Exercise description
Select all lines holding the word "sessions" from the entries that follow.

Dataset items
☆ ☆ ☆ ☆ ☆ ☆ ☆
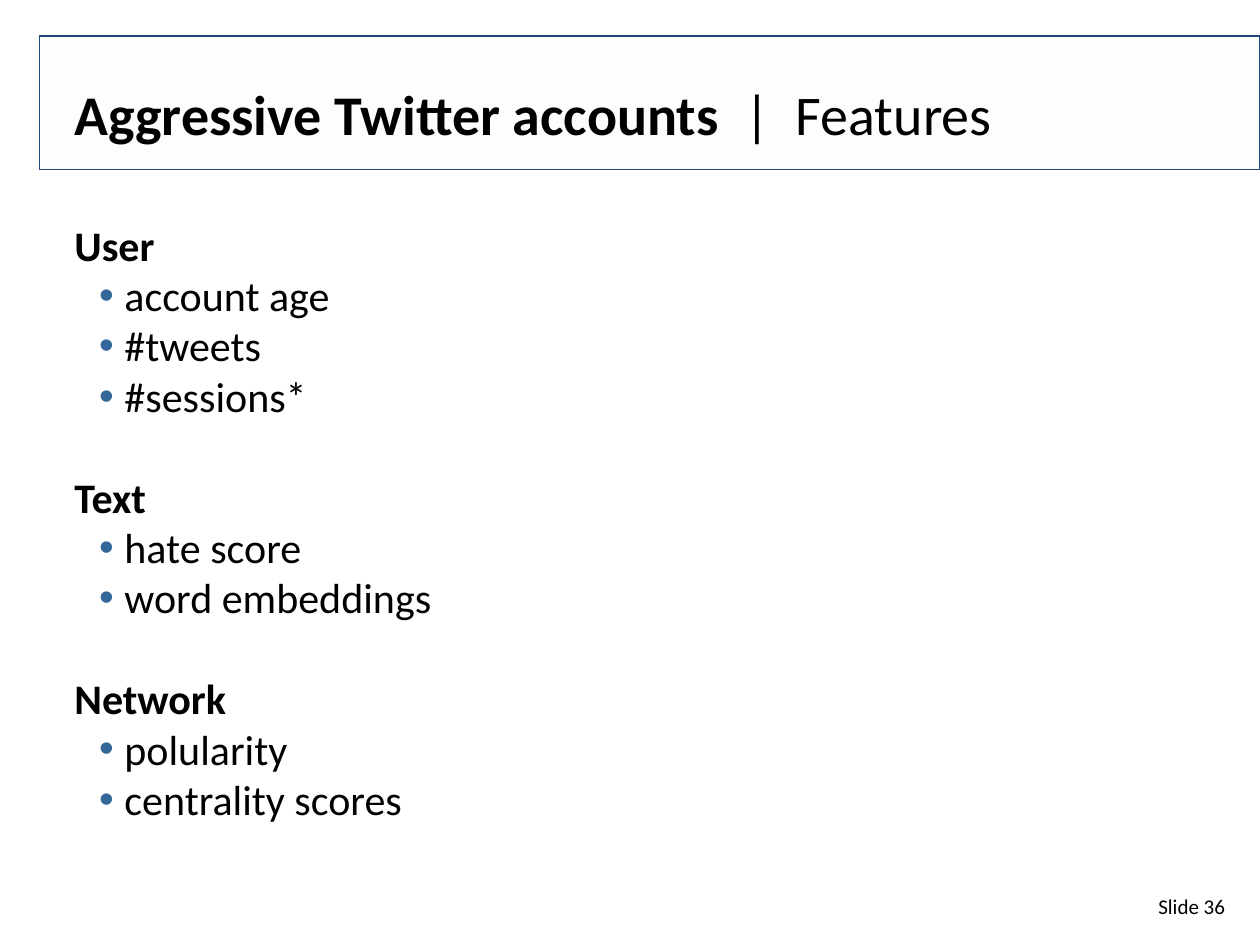
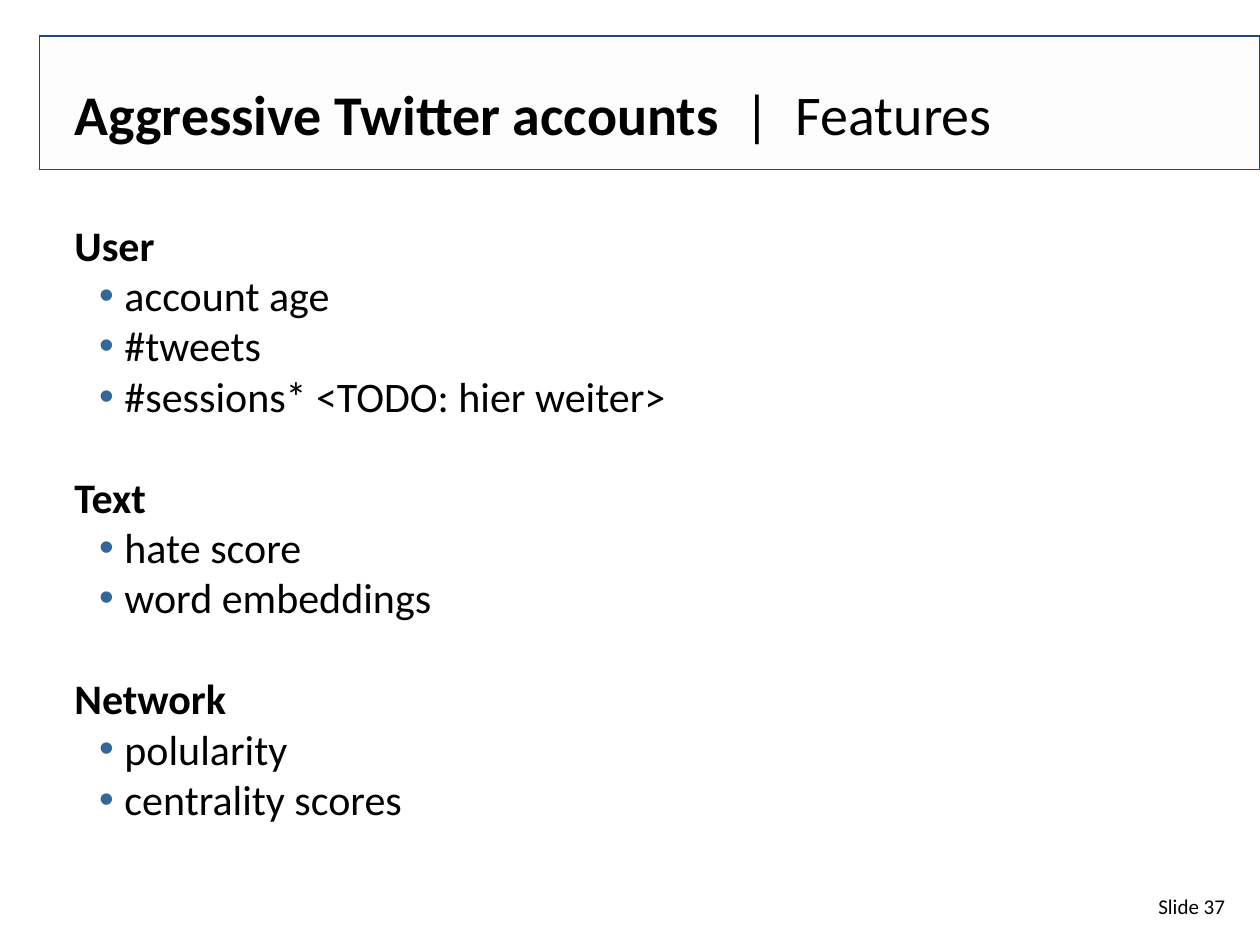
Before and after one commit to IllDepence/websci_ss2017, a slide deck: slide 37 of pres/Tarek_Saier_Abusive_behavior_in_social_media.odp (slide 36 before the commit). Drawn at 1260x945 pixels with LibreOffice and Linux fonts; fonts in the diff are those of the drawing; background and template pictures are left out. Boxes give left, top, right and bottom in pixels: in the first picture for what was removed or moved away, otherwise in the second. Text is boxed around its words. In the diff, an @@ line names an element or a change of style, - is before the commit and + after.

```diff
--- a/pres/Tarek_Saier_Abusive_behavior_in_social_media.odp
+++ b/pres/Tarek_Saier_Abusive_behavior_in_social_media.odp
@@ text at <box>124,382,665,413</box>: text changed @@
-  • #sessions*
+  • #sessions* <TODO: hier weiter>
@@ page number at <box>1158,899,1225,914</box>: text changed @@
-Slide 36
+Slide 37
```
Also in this commit, not shown: 9 other slides changed, 1 slide added, 2 other files.
☆ ☆ ☆ ☆ ☆ ☆ ☆
Your response
-  • #sessions*
+  • #sessions* <TODO: hier weiter>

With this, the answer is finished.